Egli era giunto al Battaglione coi “pupi” del '98 sul finire del tragico 1917, quando dal Massiccio del Pasubio si guardava ad oriente con l’animo impietrito dall'angoscia e dalla volontà di «tener duro».

Giunto con una di quelle ondate di fresche energie che dai depositi fluivano a reintegrare i vuoti dei Battaglioni, il giovanissimo Aspirante svelava subito ai Colleghi la figura tipica dello studente che, lasciate le aule dello studio e vestita la Divisa dell'Ufficiale, aveva potuto alfine appagare le proprie generose impazienze, vivendo la dura vita della trincea. Ma non era in lui né irrequietezza, né baldanza, ne gogliardica spensieratezza; e stupiva quasi il suo contegno per lo più serio e taciturno, costan­temente dominato dalla idea del dovere. Solo a pochissimi intimi; apparivano, talora a tratti, quasi intravisti sotto una modestia che nulla aveva di falso, gli aspetti di una intelligenza meditativa, di una bontà, di una delicatezza d'animo singolare.

Donde sia scaturita questa pacata figura di Eroe, come siano sorti, in qual modo siansi formati e rafforzati i fermissimi propositi che, attraverso prodigi di valore, condussero Enzo Zerboglio alla fine gloriosa, con semplicità pari alla grandezza del sacrificio, dicono ora le pagine che con commozione sconsolata, ha raccolto il padre suo. Ed è con cocente rinnovato rimpianto per chi lo conobbe, che rivive nella lontananza il giovinetto che nella dolcezza degli affetti famigliari. nell'amore agli studi, nella passione per la montagna da Lui percorsa sotto la guida paterna, andava inconsciamente maturando il corpo e lo spirito al luminoso destino.

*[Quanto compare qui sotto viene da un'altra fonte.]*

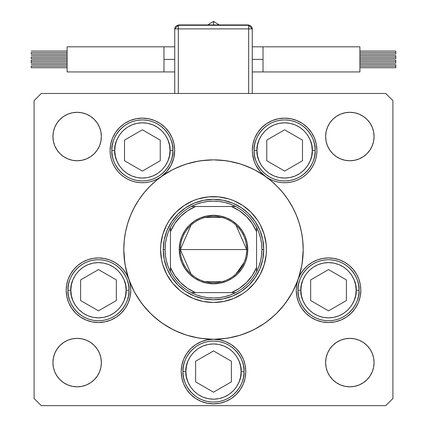 <?xml version="1.0" encoding="UTF-8"?>
<svg xmlns="http://www.w3.org/2000/svg" width="427" height="427" viewBox="0 0 427 427"><rect width="100%" height="100%" fill="white"/><g stroke="black" fill="none" stroke-linecap="round" stroke-linejoin="round"><path stroke-width="0.64" d="M219.798 339.887L213.5 339.268A32.292 32.292 0 0 1 245.792 371.559L245.173 377.863L243.337 383.921L240.353 389.504L236.334 394.399L231.439 398.412L225.856 401.396L219.798 403.237L213.5 403.857L207.202 403.237L201.144 401.396L195.561 398.412L190.666 394.399L186.647 389.504L183.663 383.921L181.827 377.863L181.208 371.559A32.292 32.292 0 0 1 213.5 339.268L219.798 339.887L225.856 341.728L231.439 344.712L236.334 348.726L240.353 353.62L243.337 359.203L245.173 365.261L245.792 371.559A32.292 32.292 0 0 1 213.5 403.857A32.292 32.292 0 0 1 181.208 371.559L181.827 365.261L183.663 359.203L186.647 353.62L190.666 348.726L195.561 344.712L201.144 341.728L207.202 339.887L213.5 339.268A89.707 89.707 0 0 0 240.641 335.062A89.707 89.707 0 0 1 213.5 339.268L222.291 338.835L231.002 337.543L239.542 335.403L247.831 332.441L255.789 328.678L263.336 324.152L270.408 318.905L276.931 312.991L282.845 306.469L288.086 299.402L292.612 291.849A89.707 89.707 0 0 0 298.041 279.568A89.707 89.707 0 0 1 292.607 291.865A89.707 89.707 0 0 0 298.078 279.466L300.416 274.326L303.618 269.672L307.579 265.647L312.185 262.375L317.288 259.952L322.732 258.458L328.358 257.935L333.983 258.399L339.444 259.84L344.573 262.205L349.211 265.429L353.214 269.416L356.46 274.033L358.856 279.146L360.324 284.601L360.815 290.227A32.292 32.292 0 0 1 328.523 322.524A32.292 32.292 0 0 1 296.231 290.227L296.696 284.766L298.078 279.466A89.707 89.707 0 0 0 292.607 207.26A89.707 89.707 0 0 1 293.29 208.568A89.707 89.707 0 0 0 292.607 207.26M288.124 299.348A89.707 89.707 0 0 1 263.288 324.184A89.707 89.707 0 0 0 288.124 299.348A89.707 89.707 0 0 1 263.288 324.184M255.805 328.667A89.707 89.707 0 0 1 253.505 329.852A89.707 89.707 0 0 0 255.805 328.667A89.707 89.707 0 0 1 213.5 339.268L211.648 339.321M253.403 329.906A89.707 89.707 0 0 1 240.7 335.046A89.707 89.707 0 0 0 253.403 329.906M128.89 279.37A89.707 89.707 0 0 1 133.678 208.632A89.707 89.707 0 0 0 123.793 249.56A89.707 89.707 0 0 1 213.5 159.858A89.707 89.707 0 0 1 303.207 249.56A89.707 89.707 0 0 1 213.5 339.268A89.707 89.707 0 0 1 123.793 249.56A89.707 89.707 0 0 0 128.922 279.466L130.304 284.766L130.769 290.227A32.292 32.292 0 0 1 98.477 322.524A32.292 32.292 0 0 1 66.185 290.227L66.676 284.601L68.144 279.146L70.54 274.033L73.786 269.416L77.789 265.429L82.427 262.205L87.556 259.84L93.017 258.399L98.642 257.935L104.268 258.458L109.712 259.952L114.815 262.375L119.421 265.647L123.382 269.672L126.584 274.326L128.922 279.466A89.707 89.707 0 0 0 134.398 291.865L138.914 299.402L144.155 306.469L150.069 312.991L156.592 318.905L163.664 324.152L171.211 328.678L179.169 332.441L187.458 335.403L195.998 337.543L204.709 338.835L213.5 339.268A89.707 89.707 0 0 1 171.195 328.667M134.393 207.26A89.707 89.707 0 0 0 133.71 208.568A89.707 89.707 0 0 1 134.393 207.26A89.707 89.707 0 0 0 123.793 249.56L124.225 258.356L125.517 267.062L127.657 275.602L130.625 283.891L134.388 291.849M138.876 199.772A89.707 89.707 0 0 1 161.144 176.719A89.707 89.707 0 0 0 138.876 199.772A89.707 89.707 0 0 1 161.203 176.677L157.446 179.004L153.4 180.792L149.146 182.014L144.769 182.644L140.344 182.665L135.962 182.089L131.697 180.915L127.63 179.169L123.846 176.885L120.403 174.104L117.377 170.88L114.82 167.272L112.776 163.344L111.292 159.18L110.39 154.852L110.086 150.437L110.705 144.134L112.541 138.076L115.525 132.493L119.544 127.604L124.438 123.584L130.021 120.601L136.08 118.765L142.378 118.14L148.681 118.765L154.739 120.601L160.322 123.584L165.212 127.604L169.231 132.493L172.214 138.076L174.051 144.134L174.675 150.437A32.292 32.292 0 0 1 161.246 176.645M163.712 174.942A89.707 89.707 0 0 0 161.267 176.629A89.707 89.707 0 0 1 163.712 174.942A89.707 89.707 0 0 0 163.61 175.006M171.195 170.458A89.707 89.707 0 0 1 255.805 170.458A89.707 89.707 0 0 0 171.2 170.458A89.707 89.707 0 0 1 255.805 170.458L247.831 166.685L239.542 163.717L231.002 161.582L222.291 160.29L213.5 159.858L204.709 160.29L195.998 161.582L187.458 163.717L179.169 166.685L171.211 170.448L163.664 174.974L156.592 180.221L150.069 186.129L144.155 192.652L138.914 199.724L134.388 207.276L130.625 215.235L127.657 223.524L125.517 232.058L124.225 240.769L123.793 249.56L124.865 263.384M263.288 174.942A89.707 89.707 0 0 1 265.733 176.629A89.707 89.707 0 0 0 263.288 174.942A89.707 89.707 0 0 1 263.39 175.006M288.124 199.772A89.707 89.707 0 0 0 265.856 176.719A89.707 89.707 0 0 1 288.124 199.772A89.707 89.707 0 0 0 265.797 176.677L260.16 171.521L255.89 165.185L254.348 161.684L252.554 154.254L252.325 150.437L252.949 144.134L254.786 138.076L257.769 132.493L261.788 127.604L266.678 123.584L272.261 120.601L278.319 118.765L284.622 118.14L290.92 118.765L296.978 120.601L302.562 123.584L307.456 127.604L311.475 132.493L314.459 138.076L316.295 144.134L316.914 150.437A32.292 32.292 0 0 1 265.834 176.703M302.668 239.755L303.207 249.56A89.707 89.707 0 0 0 293.322 208.632A89.707 89.707 0 0 1 303.207 249.56L302.775 240.769L301.483 232.058L299.343 223.524L296.375 215.235L292.612 207.276L288.086 199.724L282.845 192.652L276.931 186.129L270.408 180.221L263.336 174.974L255.789 170.448M160.573 249.608A52.927 52.927 0 0 0 162.847 264.9M162.858 264.948A52.927 52.927 0 0 0 172.588 283.138L166.824 274.513L162.852 264.927L161.593 259.888L160.573 249.56L160.83 244.372L162.852 234.199L166.824 224.613L169.492 220.156L176.073 212.139L184.096 205.552L193.244 200.663L198.139 198.913L208.312 196.89L218.688 196.89L228.861 198.913L233.756 200.663L242.904 205.552L250.927 212.139L257.508 220.156L260.176 224.613L264.148 234.199L266.17 244.372L266.427 249.56A52.927 52.927 0 0 1 213.5 302.487A52.927 52.927 0 0 1 160.573 249.56A52.927 52.927 0 0 1 213.5 196.633A52.927 52.927 0 0 1 266.427 249.56L266.17 254.748L264.148 264.927L260.176 274.513L254.412 283.138A52.927 52.927 0 0 0 264.142 264.948M228.888 300.202A52.927 52.927 0 0 0 247.078 290.472L242.904 293.568L233.756 298.457L223.828 301.473L213.5 302.487L203.172 301.473L193.244 298.457L184.096 293.568L179.922 290.472A52.927 52.927 0 0 0 198.112 300.202M198.16 300.218A52.927 52.927 0 0 0 213.452 302.487M213.548 302.487A52.927 52.927 0 0 0 228.84 300.218M264.153 264.9A52.927 52.927 0 0 0 266.427 249.608M161.166 176.703A32.292 32.292 0 0 1 110.086 150.437A32.292 32.292 0 0 1 142.378 118.14A32.292 32.292 0 0 1 174.675 150.437L173.768 158.022L171.11 165.185L166.84 171.521L161.203 176.677M265.754 176.645A32.292 32.292 0 0 1 284.622 118.14A32.292 32.292 0 0 1 316.914 150.437L316.61 154.852L315.708 159.18L314.224 163.344L312.18 167.272L309.623 170.88L306.597 174.104L303.154 176.885L299.37 179.169L295.303 180.915L291.038 182.089L286.656 182.665L282.231 182.644L277.854 182.014L273.6 180.792L269.554 179.004L265.797 176.677M374.073 362.592A24.222 24.222 0 0 1 349.852 386.814A24.222 24.222 0 0 1 325.63 362.592L326.1 357.863L327.477 353.321L329.713 349.137L332.724 345.464L336.396 342.454L340.586 340.212L345.128 338.835L349.852 338.371L354.581 338.835L359.123 340.212L363.308 342.454L366.98 345.464L369.99 349.137L372.232 353.321L373.609 357.863L374.073 362.592L373.609 367.316L372.232 371.858L369.99 376.048L366.98 379.715L363.308 382.731L359.123 384.967L354.581 386.344L349.852 386.814L345.128 386.344L340.586 384.967L336.396 382.731L332.724 379.715L329.713 376.048L327.477 371.858L326.1 367.316L325.63 362.592A24.222 24.222 0 0 1 349.852 338.371A24.222 24.222 0 0 1 374.073 362.592M101.37 136.533A24.222 24.222 0 0 1 77.148 160.755A24.222 24.222 0 0 1 52.927 136.533L53.391 131.81L54.768 127.262L57.01 123.077L60.02 119.405L63.692 116.395L67.877 114.153L72.419 112.776L77.148 112.312L81.872 112.776L86.414 114.153L90.604 116.395L94.276 119.405L97.287 123.077L99.523 127.262L100.9 131.81L101.37 136.533L100.9 141.257L99.523 145.799L97.287 149.989L94.276 153.661L90.604 156.672L86.414 158.908L81.872 160.285L77.148 160.755L72.419 160.285L67.877 158.908L63.692 156.672L60.02 153.661L57.01 149.989L54.768 145.799L53.391 141.257L52.927 136.533A24.222 24.222 0 0 1 77.148 112.312A24.222 24.222 0 0 1 101.37 136.533M374.073 136.533A24.222 24.222 0 0 1 349.852 160.755A24.222 24.222 0 0 1 325.63 136.533L326.1 131.81L327.477 127.262L329.713 123.077L332.724 119.405L336.396 116.395L340.586 114.153L345.128 112.776L349.852 112.312L354.581 112.776L359.123 114.153L363.308 116.395L366.98 119.405L369.99 123.077L372.232 127.262L373.609 131.81L374.073 136.533L373.609 141.257L372.232 145.799L369.99 149.989L366.98 153.661L363.308 156.672L359.123 158.908L354.581 160.285L349.852 160.755L345.128 160.285L340.586 158.908L336.396 156.672L332.724 153.661L329.713 149.989L327.477 145.799L326.1 141.257L325.63 136.533A24.222 24.222 0 0 1 349.852 112.312A24.222 24.222 0 0 1 374.073 136.533M101.37 362.592A24.222 24.222 0 0 1 77.148 386.814A24.222 24.222 0 0 1 52.927 362.592L53.391 357.863L54.768 353.321L57.01 349.137L60.02 345.464L63.692 342.454L67.877 340.212L72.419 338.835L77.148 338.371L81.872 338.835L86.414 340.212L90.604 342.454L94.276 345.464L97.287 349.137L99.523 353.321L100.9 357.863L101.37 362.592L100.9 367.316L99.523 371.858L97.287 376.048L94.276 379.715L90.604 382.731L86.414 384.967L81.872 386.344L77.148 386.814L72.419 386.344L67.877 384.967L63.692 382.731L60.02 379.715L57.01 376.048L54.768 371.858L53.391 367.316L52.927 362.592A24.222 24.222 0 0 1 77.148 338.371A24.222 24.222 0 0 1 101.37 362.592M34.091 398.471L34.091 100.649L34.091 398.471L41.264 405.65L385.736 405.65L41.264 405.65L34.091 398.471M392.909 100.649L392.909 398.471L392.909 100.649L385.736 93.476L41.264 93.476L385.736 93.476L392.909 100.649M385.736 405.65L392.909 398.471L385.736 405.65M41.264 93.476L34.091 100.649L41.264 93.476M298.094 279.413A32.292 32.292 0 0 1 360.815 290.227L360.196 296.53L358.36 302.588L355.376 308.171L351.357 313.066L346.462 317.08L340.879 320.063L334.821 321.905L328.523 322.524L322.225 321.905L316.167 320.063L310.578 317.08L305.689 313.066L301.67 308.171L298.686 302.588L296.85 296.53L296.231 290.227A32.292 32.292 0 0 1 298.057 279.514M128.943 279.514A32.292 32.292 0 0 1 130.769 290.227L130.15 296.53L128.313 302.588L125.33 308.171L121.311 313.066L116.422 317.08L110.833 320.063L104.775 321.905L98.477 322.524L92.179 321.905L86.121 320.063L80.538 317.08L75.643 313.066L71.624 308.171L68.64 302.588L66.804 296.53L66.185 290.227A32.292 32.292 0 0 1 128.906 279.413M162.052 176.079L172.439 169.807M174.494 168.782L184.752 164.587M186.567 163.995L198.395 161.139M201.096 160.717L213.5 159.858M213.612 159.858L225.904 160.717M228.605 161.139L240.433 163.995M242.248 164.587L252.506 168.782M254.561 169.807L264.948 176.079M267.59 177.995L272.586 182.062M275.276 184.517L279.904 189.246M282.071 191.723L287.275 198.528M287.974 199.553L293.002 208.008M294.32 210.634L297.085 216.991M298.318 220.353L300.192 226.491M301.046 230.004L302.273 236.649M303.207 249.667L302.135 263.384M301.777 265.509L298.473 278.319M297.576 280.849L292.538 291.993M292.308 292.415L285.962 302.439M284.313 304.632L276.29 313.626M274.929 314.934L266.565 321.889M264.591 323.298L254.289 329.457M252.026 330.573L241.842 334.672M240.246 335.19L228.504 338.003M225.755 338.424L213.607 339.268M213.393 339.268L201.245 338.424M198.496 338.003L186.754 335.19M185.158 334.672L174.974 330.573M172.711 329.457L162.409 323.298M160.435 321.889L152.071 314.934M150.71 313.626L142.687 304.632M141.038 302.439L134.692 292.415M134.462 291.993L129.424 280.849M128.527 278.319L125.223 265.509M123.793 249.341L124.332 239.755M124.727 236.649L125.954 230.004M126.808 226.491L128.682 220.353M129.915 216.991L132.68 210.634M133.998 208.008L139.026 199.553M139.725 198.528L144.929 191.723M147.096 189.246L151.724 184.517M154.414 182.062L159.41 177.995M97.287 149.989L94.276 153.661L90.604 156.672M86.414 158.908L81.872 160.285M72.419 160.285L67.877 158.908M63.692 156.672L60.02 153.661L57.01 149.989M57.01 123.077L60.02 119.405L63.692 116.395M67.877 114.153L72.419 112.776M81.872 112.776L86.414 114.153M90.604 116.395L94.276 119.405L97.287 123.077M329.713 123.077L332.724 119.405L336.396 116.395M340.586 114.153L345.128 112.776M354.581 112.776L359.123 114.153M363.308 116.395L366.98 119.405L369.99 123.077M369.99 149.989L366.98 153.661L363.308 156.672M359.123 158.908L354.581 160.285M345.128 160.285L340.586 158.908M336.396 156.672L332.724 153.661L329.713 149.989M57.01 349.137L60.02 345.464L63.692 342.454M67.877 340.212L72.419 338.835M81.872 338.835L86.414 340.212M90.604 342.454L94.276 345.464L97.287 349.137M97.287 376.048L94.276 379.715L90.604 382.731M86.414 384.967L81.872 386.344M72.419 386.344L67.877 384.967M63.692 382.731L60.02 379.715L57.01 376.048M369.99 376.048L366.98 379.715L363.308 382.731M359.123 384.967L354.581 386.344M345.128 386.344L340.586 384.967M336.396 382.731L332.724 379.715L329.713 376.048M329.713 349.137L332.724 345.464L336.396 342.454M340.586 340.212L345.128 338.835M354.581 338.835L359.123 340.212M363.308 342.454L366.98 345.464L369.99 349.137M130.224 284.313L129.813 282.418M128.607 278.601L127.646 276.365M125.917 273.195L124.508 271.118M122.255 268.375L120.478 266.587M117.724 264.297L116.427 263.384M116.422 263.379L115.69 262.904M112.418 261.1L110.315 260.182M106.286 258.89L104.54 258.506M98.557 257.935L97.575 257.945M92.568 258.479L90.508 258.933M86.777 260.128L84.583 261.078M81.386 262.829L79.321 264.233M76.577 266.496L74.789 268.279M72.515 271.028L71.629 272.277M71.624 272.287L71.117 273.077M69.339 276.306L68.405 278.457M66.804 283.928L66.74 284.243M128.313 302.588L128.975 300.854M245.792 371.559L245.733 369.579M243.337 359.203L242.787 357.949M236.334 348.726L231.439 344.712M195.561 344.712L190.666 348.726M183.663 359.203L183.37 359.94M181.267 369.579L181.208 371.549M243.337 383.921L245.173 377.863M360.26 284.243L360.196 283.928M358.595 278.457L357.661 276.306M355.883 273.077L354.485 271.028M352.211 268.279L350.423 266.496M347.679 264.233L346.473 263.384M346.462 263.379L345.614 262.829M342.417 261.078L340.223 260.128M336.492 258.933L334.432 258.479M329.425 257.945L328.443 257.935M322.46 258.506L320.714 258.89M316.685 260.182L314.582 261.1M311.31 262.904L309.276 264.297M306.522 266.587L304.745 268.375M302.492 271.118L301.675 272.277M301.67 272.287L301.083 273.195M299.354 276.365L298.393 278.601M297.187 282.418L296.776 284.313M314.459 138.076L313.962 136.944M290.92 118.765L284.622 118.14M278.319 118.765L277.774 118.877M252.827 156.106L253.035 157.168M254.631 162.42L255.036 163.386M261.34 172.818L262.119 173.602M266.331 177.056L266.672 177.28M266.678 177.29L267.425 177.771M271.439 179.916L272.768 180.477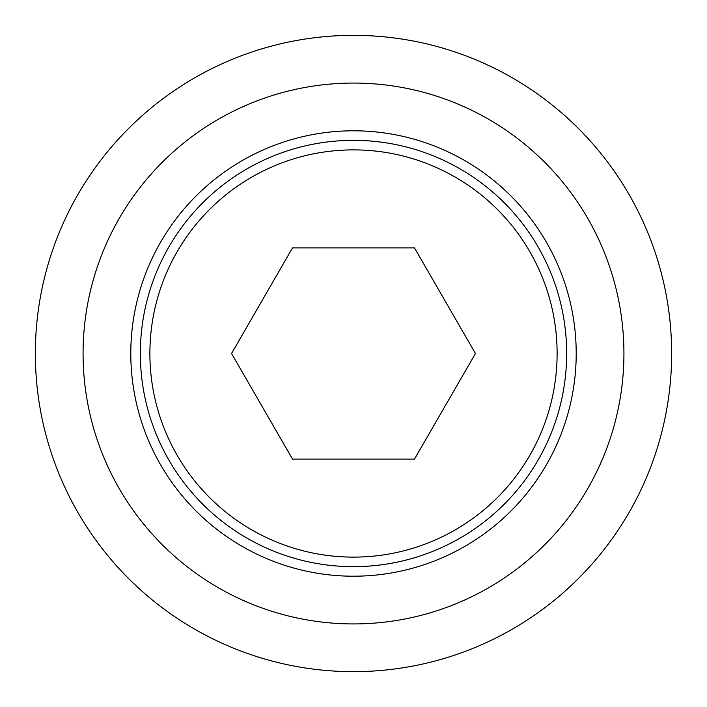 <?xml version="1.0" encoding="UTF-8"?>
<svg xmlns="http://www.w3.org/2000/svg" width="707" height="707" viewBox="0 0 707 707"><rect width="100%" height="100%" fill="white"/><g stroke="black" fill="none" stroke-linecap="round" stroke-linejoin="round"><path stroke-width="1.06" d="M140.34 353.5A213.16 213.16 0 0 0 353.5 566.661A213.16 213.16 0 0 0 566.661 353.5A213.16 213.16 0 0 0 353.5 140.34A213.16 213.16 0 0 0 140.34 353.5M149.884 353.5A203.616 203.616 0 0 0 353.5 557.116A203.616 203.616 0 0 0 557.116 353.5A203.616 203.616 0 0 0 353.5 149.884A203.616 203.616 0 0 0 149.884 353.5M576.205 353.5A222.705 222.705 0 0 0 353.5 130.795A222.705 222.705 0 0 0 130.795 353.5A222.705 222.705 0 0 0 353.5 576.205A222.705 222.705 0 0 0 576.205 353.5M35.35 353.5A318.15 318.15 0 0 0 353.5 671.65A318.15 318.15 0 0 0 671.65 353.5A318.15 318.15 0 0 0 353.5 35.35A318.15 318.15 0 0 0 35.35 353.5M83.073 353.5A270.428 270.428 0 0 0 353.5 623.928A270.428 270.428 0 0 0 623.928 353.5A270.428 270.428 0 0 0 353.5 83.073A270.428 270.428 0 0 0 83.073 353.5M414.479 459.117L292.521 459.117L231.543 353.5L292.521 247.883L414.479 247.883L475.458 353.5L414.479 459.117"/></g></svg>

Nulla di eccezionale nella sua esistenza: ma una visione esatta della vita, indice di precoce maturità una natura essenzialmente positiva e realistica, per quanto piena di affettuosità e di sentimento, che gli faceva scrivere ai suoi, partendo per la guerra: “Sperare sempre senza vivere nel mondo delle illusioni, sperare ragionando e rendendosi ben conto della realtà delle cose”.

Ma sopratutto Egli era animato da un'altissima coscienza del proprio dovere.

Scrive un suo compagno di guerra al padre:

Enzo aveva il senso perfetto del dovere e come tale deve avere incluso in questo dovere il dono della vita. Considerazione obbiettiva secondo la quale disciplinò tutta la sua volontà: sicchè le manifestazioni furono in ogni momento di una compostezza austera, serena, fattiva. senza smarrimenti. L'opera sua si svolse senza clamori, diligente, costante. scrupolosa. Essa sapeva varcare i confini imposti dagli ordini sempre nel senso del miglior rendimento. Fu parco di parole e quelle poche che disse furono tutte assennate. Castigatissimo nei costumi anche quando !e circostanze sembravano volessero indulgere ai sensi. Buono e dignitoso cogli Inferiori: buono e generoso coi compagni: deciso nel comandare: pronto nell'obbedire.

Non ostentò mai severità o maturità precoce. Fu uomo fatto e fanciullo in deliziosa armonia di spontanei atteggiamenti. Amava sentirsi chiamare da me «il mio pupo». Quando. imitando la parlata natia e la rapidità abituale dell’eloquio suo. io lo chiamavo «pisano»  rideva con ingenua espansione e mi ripagava con un «varesotto, varesotto» pieno di affettuosa caricatura.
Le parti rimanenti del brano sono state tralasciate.